Impact of Giardia Inactivation Requirements on ClO2 By-Products

Abstract

Chlorite, chlorate, and trihalomethane (THM) formation was measured following the disinfection of drinking water using chlorine dioxide either alone, or followed by chlorine or monochloramine. Chlorine dioxide doses were selected to provide a range of Giardia inactivation levels as calculated using CT values (disinfectant concentration × contact time) presented in the US Surface Water Treatment Rule. Experiments were conducted at bench-scale in batch reactors, using water obtained from two river sources. Dose requirements did not vary greatly when disinfecting at 1°C versus 25°C, since the higher CT requirements in the cold (due to slower disinfection kinetics) were offset by greater chlorine dioxide stability at low temperature. Higher doses were required at pH 9 compared to pH 6, due to chlorine dioxide disproportionation at the higher pH. Greater formation of chlorite and chlorate was observed at the higher pH. Temperature exerted a relatively small effect on chlorite and chlorate formation, following the trend observed for required dose.
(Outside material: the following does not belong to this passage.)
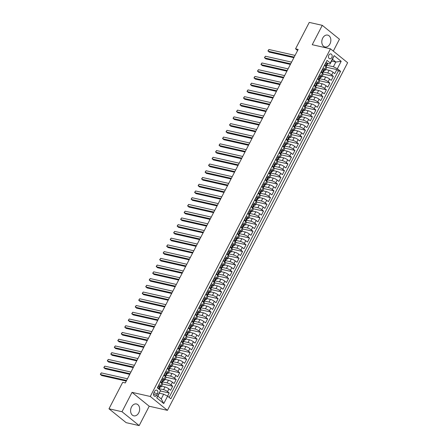 <?xml version="1.0" encoding="UTF-8"?>
<svg xmlns="http://www.w3.org/2000/svg" width="448" height="448" viewBox="0 0 448 448"><rect width="100%" height="100%" fill="white"/><g stroke="black" fill="none" stroke-linecap="round" stroke-linejoin="round"><path stroke-width="0.67" d="M322.706 38.114A6.082 4.435 102.7 0 0 324.985 46.973A6.082 4.435 102.7 0 0 329.946 43.966A6.082 4.435 102.7 0 0 327.667 35.101A6.082 4.435 102.7 0 0 322.706 38.114M131.505 406.98A6.082 4.435 102.7 0 0 133.784 415.839A6.082 4.435 102.7 0 0 138.746 412.826A6.082 4.435 102.7 0 0 136.466 403.967A6.082 4.435 102.7 0 0 131.505 406.98M328.832 55.154A2.498 1.82 102.7 0 0 329.767 58.789A2.498 1.82 102.7 0 0 331.806 57.557A2.498 1.82 102.7 0 0 330.87 53.922A2.498 1.82 102.7 0 0 328.832 55.154M333.29 51.106L339.45 39.217L322.28 25.34L309.266 22.4L295.557 48.843L297.606 50.501M167.434 410.346L347.637 62.703L330.467 48.826L150.265 396.469L167.434 410.346L149.212 406.23L132.042 392.353L122.002 411.723L139.171 425.6L149.212 406.23M139.171 425.6L126.151 422.66L108.982 408.783L122.002 411.723M167.586 396.138L169.215 392.986L160.44 391.003M161.526 386.17L164.982 386.949A3.119 0.722 27.4 0 1 168.918 388.92L170.615 390.292L172.71 386.249L162.54 383.953M165.021 379.434L168.476 380.212A3.119 0.722 -152.6 0 1 172.413 382.183L174.104 383.555L176.204 379.512L166.029 377.216M168.51 372.697L171.965 373.475A3.119 0.722 -152.6 0 1 175.907 375.446L177.598 376.818L179.693 372.775L169.523 370.474M172.004 365.96L175.459 366.738A3.119 0.722 -152.6 0 1 179.396 368.71L181.093 370.082L183.187 366.038L173.012 363.737M175.493 359.223L178.954 360.002A3.119 0.722 -152.6 0 1 182.89 361.973L184.582 363.339L186.682 359.302L176.506 357M178.987 352.486L182.442 353.265A3.119 0.722 -152.6 0 1 186.385 355.236L188.076 356.602L190.17 352.565L180.001 350.263M182.482 345.75L185.937 346.528A3.119 0.722 -152.6 0 1 189.874 348.499L191.57 349.866L193.665 345.822L183.49 343.526M185.97 339.007L189.426 339.791A3.119 0.722 -152.6 0 1 193.368 341.762L195.059 343.129L197.154 339.086L186.984 336.79M189.465 332.27L192.92 333.054A3.119 0.722 -152.6 0 1 196.857 335.026L198.554 336.392L200.648 332.349L190.478 330.053M192.959 325.534L196.414 326.318A3.119 0.722 -152.6 0 1 200.351 328.289L202.042 329.655L204.142 325.612L193.967 323.316M196.448 318.797L199.903 319.581A3.119 0.722 -152.6 0 1 203.846 321.546L205.537 322.918L207.631 318.875L197.462 316.579M199.942 312.06L203.398 312.838A3.119 0.722 -152.6 0 1 207.334 314.81L209.031 316.182L211.126 312.138L200.95 309.842M203.431 305.323L206.886 306.102A3.119 0.722 -152.6 0 1 210.829 308.073L212.52 309.445L214.614 305.402L204.445 303.106M206.926 298.586L210.381 299.365A3.119 0.722 -152.6 0 1 214.318 301.336L216.014 302.708L218.109 298.665L207.939 296.369M210.42 291.85L213.875 292.628A3.119 0.722 -152.6 0 1 217.812 294.599L219.509 295.971L221.603 291.928L211.428 289.626M213.909 285.113L217.364 285.891A3.119 0.722 -152.6 0 1 221.306 287.862L222.998 289.234L225.092 285.191L214.922 282.89M217.403 278.376L220.858 279.154A3.119 0.722 -152.6 0 1 224.795 281.126L226.492 282.492L228.586 278.454L218.411 276.153M220.892 271.639L224.353 272.418A3.119 0.722 -152.6 0 1 228.29 274.389L229.981 275.755L232.081 271.718L221.906 269.416M224.386 264.902L227.842 265.681A3.119 0.722 -152.6 0 1 231.784 267.652L233.475 269.018L235.57 264.975L225.4 262.679M227.881 258.16L231.336 258.944A3.119 0.722 -152.6 0 1 235.273 260.915L236.97 262.282L239.064 258.238L228.889 255.942M231.37 251.423L234.825 252.207A3.119 0.722 -152.6 0 1 238.767 254.178L240.458 255.545L242.553 251.502L232.383 249.206M234.864 244.686L238.319 245.47A3.119 0.722 -152.6 0 1 242.256 247.442L243.953 248.808L246.047 244.765L235.878 242.469M238.358 237.95L241.814 238.734A3.119 0.722 -152.6 0 1 245.75 240.699L247.442 242.071L249.542 238.028L239.366 235.732M241.847 231.213L245.302 231.991A3.119 0.722 -152.6 0 1 249.245 233.962L250.936 235.334L253.03 231.291L242.861 228.995M245.342 224.476L248.797 225.254A3.119 0.722 -152.6 0 1 252.734 227.226L254.43 228.598L256.525 224.554L246.35 222.258M248.83 217.739L252.291 218.518A3.119 0.722 -152.6 0 1 256.228 220.489L257.919 221.861L260.019 217.818L249.844 215.522M252.325 211.002L255.78 211.781A3.119 0.722 -152.6 0 1 259.722 213.752L261.414 215.124L263.508 211.081L253.338 208.779M255.819 204.266L259.274 205.044A3.119 0.722 -152.6 0 1 263.211 207.015L264.908 208.387L267.002 204.344L256.827 202.042M259.308 197.529L262.763 198.307A3.119 0.722 -152.6 0 1 266.706 200.278L268.397 201.645L270.491 197.607L260.322 195.306M262.802 190.792L266.258 191.57A3.119 0.722 -152.6 0 1 270.194 193.542L271.891 194.908L273.986 190.87L263.816 188.569M266.297 184.055L269.752 184.834A3.119 0.722 -152.6 0 1 273.689 186.805L275.38 188.171L277.48 184.128L267.305 181.832M269.786 177.313L273.241 178.097A3.119 0.722 -152.6 0 1 277.183 180.068L278.874 181.434L280.969 177.391L270.799 175.095M273.28 170.576L276.735 171.36A3.119 0.722 -152.6 0 1 280.672 173.331L282.369 174.698L284.463 170.654L274.288 168.358M276.769 163.839L280.224 164.623A3.119 0.722 -152.6 0 1 284.166 166.594L285.858 167.961L287.952 163.918L277.782 161.622M280.263 157.102L283.718 157.886A3.119 0.722 -152.6 0 1 287.655 159.852L289.352 161.224L291.446 157.181L281.277 154.885M283.758 150.366L287.213 151.144A3.119 0.722 -152.6 0 1 291.15 153.115L292.846 154.487L294.941 150.444L284.766 148.148M287.246 143.629L290.702 144.407A3.119 0.722 -152.6 0 1 294.644 146.378L296.335 147.75L298.43 143.707L288.26 141.411M290.741 136.892L294.196 137.67A3.119 0.722 -152.6 0 1 298.133 139.642L299.83 141.014L301.924 136.97L291.749 134.674M294.23 130.155L297.69 130.934A3.119 0.722 -152.6 0 1 301.627 132.905L303.318 134.277L305.418 130.234L295.243 127.932M297.724 123.418L301.179 124.197A3.119 0.722 -152.6 0 1 305.122 126.168L306.813 127.54L308.907 123.497L298.738 121.195M301.218 116.682L304.674 117.46A3.119 0.722 -152.6 0 1 308.61 119.431L310.307 120.798L312.402 116.76L302.226 114.458M304.707 109.945L308.162 110.723A3.119 0.722 -152.6 0 1 312.105 112.694L313.796 114.061L315.89 110.023L305.721 107.722M308.202 103.208L311.657 103.986A3.119 0.722 -152.6 0 1 315.594 105.958L317.29 107.324L319.385 103.281L309.215 100.985M311.696 96.466L315.151 97.25A3.119 0.722 -152.6 0 1 319.088 99.221L320.779 100.587L322.879 96.544L312.704 94.248M315.185 89.729L318.64 90.513A3.119 0.722 -152.6 0 1 322.582 92.484L324.274 93.85L326.368 89.807L316.198 87.511M318.679 82.992L322.134 83.776A3.119 0.722 -152.6 0 1 326.071 85.747L327.768 87.114L329.862 83.07L319.687 80.774M322.168 76.255L325.629 77.039A3.119 0.722 -152.6 0 1 329.566 79.005L331.257 80.377L333.357 76.334L323.182 74.038M323.081 68.029L324.61 69.266A3.119 0.722 27.4 0 1 325.293 70.23A3.119 0.722 27.4 0 1 324.38 70.297L324.251 70.263M319.586 74.766L321.115 76.003A3.119 0.722 27.4 0 1 321.804 76.966A3.119 0.722 27.4 0 1 320.886 77.034L320.762 77M316.098 81.502L317.621 82.74A3.119 0.722 27.4 0 1 318.31 83.703A3.119 0.722 27.4 0 1 317.397 83.77L317.268 83.742M312.603 88.245L314.132 89.477A3.119 0.722 27.4 0 1 314.815 90.44A3.119 0.722 27.4 0 1 313.902 90.507L313.779 90.479M309.114 94.982L310.638 96.214A3.119 0.722 27.4 0 1 311.326 97.177A3.119 0.722 27.4 0 1 310.414 97.244L310.285 97.216M305.62 101.718L307.143 102.95A3.119 0.722 27.4 0 1 307.832 103.914A3.119 0.722 27.4 0 1 306.919 103.981L306.79 103.953M302.126 108.455L303.654 109.687A3.119 0.722 27.4 0 1 304.343 110.656A3.119 0.722 27.4 0 1 303.425 110.718L303.302 110.69M298.637 115.192L300.16 116.424A3.119 0.722 27.4 0 1 300.849 117.393A3.119 0.722 27.4 0 1 299.936 117.454L299.807 117.426M295.142 121.929L296.671 123.161A3.119 0.722 27.4 0 1 297.354 124.13A3.119 0.722 27.4 0 1 296.442 124.191L296.318 124.163M291.648 128.666L293.177 129.898A3.119 0.722 27.4 0 1 293.866 130.866A3.119 0.722 27.4 0 1 292.953 130.928L292.824 130.9M288.159 135.402L289.682 136.634A3.119 0.722 27.4 0 1 290.371 137.603A3.119 0.722 27.4 0 1 289.458 137.665L289.33 137.637M284.665 142.139L286.194 143.377A3.119 0.722 27.4 0 1 286.877 144.34A3.119 0.722 27.4 0 1 285.964 144.402L285.841 144.374M281.176 148.876L282.699 150.114A3.119 0.722 27.4 0 1 283.388 151.077A3.119 0.722 27.4 0 1 282.475 151.144L282.346 151.11M277.682 155.613L279.21 156.85A3.119 0.722 27.4 0 1 279.894 157.814A3.119 0.722 27.4 0 1 278.981 157.881L278.852 157.847M274.187 162.35L275.716 163.587A3.119 0.722 27.4 0 1 276.405 164.55A3.119 0.722 27.4 0 1 275.486 164.618L275.363 164.59M270.698 169.092L272.222 170.324A3.119 0.722 27.4 0 1 272.91 171.287A3.119 0.722 27.4 0 1 271.998 171.354L271.869 171.326M267.204 175.829L268.733 177.061A3.119 0.722 27.4 0 1 269.416 178.024A3.119 0.722 27.4 0 1 268.503 178.091L268.38 178.063M263.71 182.566L265.238 183.798A3.119 0.722 27.4 0 1 265.927 184.761A3.119 0.722 27.4 0 1 265.014 184.828L264.886 184.8M260.221 189.302L261.744 190.534A3.119 0.722 27.4 0 1 262.433 191.503A3.119 0.722 27.4 0 1 261.52 191.565L261.391 191.537M256.726 196.039L258.255 197.271A3.119 0.722 27.4 0 1 258.944 198.24A3.119 0.722 27.4 0 1 258.026 198.302L257.902 198.274M253.238 202.776L254.761 204.008A3.119 0.722 27.4 0 1 255.45 204.977A3.119 0.722 27.4 0 1 254.537 205.038L254.408 205.01M249.743 209.513L251.272 210.745A3.119 0.722 27.4 0 1 251.955 211.714A3.119 0.722 27.4 0 1 251.042 211.775L250.914 211.747M246.249 216.25L247.778 217.482A3.119 0.722 27.4 0 1 248.466 218.45A3.119 0.722 27.4 0 1 247.548 218.512L247.425 218.484M242.76 222.986L244.283 224.224A3.119 0.722 27.4 0 1 244.972 225.187A3.119 0.722 27.4 0 1 244.059 225.249L243.93 225.221M239.266 229.723L240.794 230.961A3.119 0.722 27.4 0 1 241.478 231.924A3.119 0.722 27.4 0 1 240.565 231.991L240.442 231.958M235.777 236.46L237.3 237.698A3.119 0.722 27.4 0 1 237.989 238.661A3.119 0.722 27.4 0 1 237.076 238.728L236.947 238.694M232.282 243.197L233.806 244.434A3.119 0.722 27.4 0 1 234.494 245.398A3.119 0.722 27.4 0 1 233.582 245.465L233.453 245.437M228.788 249.939L230.317 251.171A3.119 0.722 27.4 0 1 231.006 252.134A3.119 0.722 27.4 0 1 230.087 252.202L229.964 252.174M225.299 256.676L226.822 257.908A3.119 0.722 27.4 0 1 227.511 258.871A3.119 0.722 27.4 0 1 226.598 258.938L226.47 258.91M221.805 263.413L223.334 264.645A3.119 0.722 27.4 0 1 224.017 265.608A3.119 0.722 27.4 0 1 223.104 265.675L222.981 265.647M218.31 270.15L219.839 271.382A3.119 0.722 27.4 0 1 220.528 272.35A3.119 0.722 27.4 0 1 219.615 272.412L219.486 272.384M214.822 276.886L216.345 278.118A3.119 0.722 27.4 0 1 217.034 279.087A3.119 0.722 27.4 0 1 216.121 279.149L215.992 279.121M211.327 283.623L212.856 284.855A3.119 0.722 27.4 0 1 213.539 285.824A3.119 0.722 27.4 0 1 212.626 285.886L212.503 285.858M207.838 290.36L209.362 291.592A3.119 0.722 27.4 0 1 210.05 292.561A3.119 0.722 27.4 0 1 209.138 292.622L209.009 292.594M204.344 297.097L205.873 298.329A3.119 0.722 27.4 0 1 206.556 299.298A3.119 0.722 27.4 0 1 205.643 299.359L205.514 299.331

When free chlorine was applied as a secondary disinfectant following primary disinfection with chlorine dioxide, subsequent chlorite concentrations decreased at pH 6, but not at pH 9, suggesting that hypochlorous acid, and not hypochlorite, was responsible for the oxidation of chlorite. THM formation at pH 9 arising from secondary chlorination was reduced by up to 30 µg l−1 due to prior application of chlorine dioxide at concentrations corresponding to as low as 0.5 log Giardia inactivation.